Work and classes limit their ability to move as fast as they want, but Weston said the two work to overcome these challenges.
“At the end of the day, we realized we are really passionate about this, and we really want to take this to the next level,” she said. “The potential is endless and the ability for growth is crazy, and so what we are not going to do is give up.”
Weston said she and Wang plan to continue their business after graduation.
Treat said his advice to students is to focus on their business whenever they can.
“I encourage students to think creatively on how to make the coursework aid your business,” he said.
If a class has an opportunity to examine the success of a business or examine a market to see who are competitors, Treat advises students to choose their businesses. Applying the coursework creates more productive and meaningful projects, Treat said.
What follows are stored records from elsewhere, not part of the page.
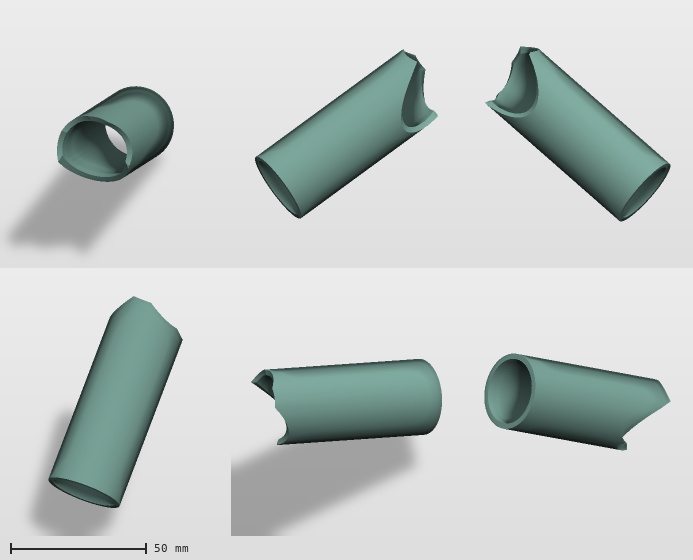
import cadquery as cq
import math

outer_diameter = 28.0
inner_diameter = 24.05
outer_radius = outer_diameter / 2
inner_radius = inner_diameter / 2
tilt = 30.0
node_distance = 80.45

main_radius = 14.95
crossing_tubes = [
    (main_radius, 130.3, 277.3),
    (outer_radius, 124.5, 266.5),
    (outer_radius, 97.5, 5.3),
    (outer_radius, 82.8, 151.1),
    (outer_radius, 89.7, 183.8),
]
crossing_half_length = 2 * node_distance


def straight_tube():
    """Tube along +Z with its square end at the origin, reaching up to the node."""
    return cq.Workplane("XY").circle(outer_radius).circle(inner_radius).extrude(node_distance)


def crossing_tube(radius, polar_angle, around_angle):
    """Solid cylinder through the node along the given direction, long both ways."""
    polar = math.radians(polar_angle)
    around = math.radians(around_angle)
    direction = cq.Vector(
        math.sin(polar) * math.cos(around),
        math.sin(polar) * math.sin(around),
        math.cos(polar),
    )
    node = cq.Vector(0, 0, node_distance)
    start = node - direction * crossing_half_length
    return cq.Solid.makeCylinder(radius, 2 * crossing_half_length, start, direction)


strut = straight_tube()
for radius, polar_angle, around_angle in crossing_tubes:
    strut = strut.cut(cq.Workplane(obj=crossing_tube(radius, polar_angle, around_angle)))

result = strut.rotate((0, 0, 0), (1, 0, 0), 90 - tilt)

Schneider said the most important thing for students who want to create art is to figure out what they love and home in on it. He said great work comes when students focus their attention on what they are truly passionate about.
Gardner said for a brand to be successful, the creator has to really believe in it.
“Make sure you’re making something that’s personal,” Gardner said. “Something you can hold onto for a long time.”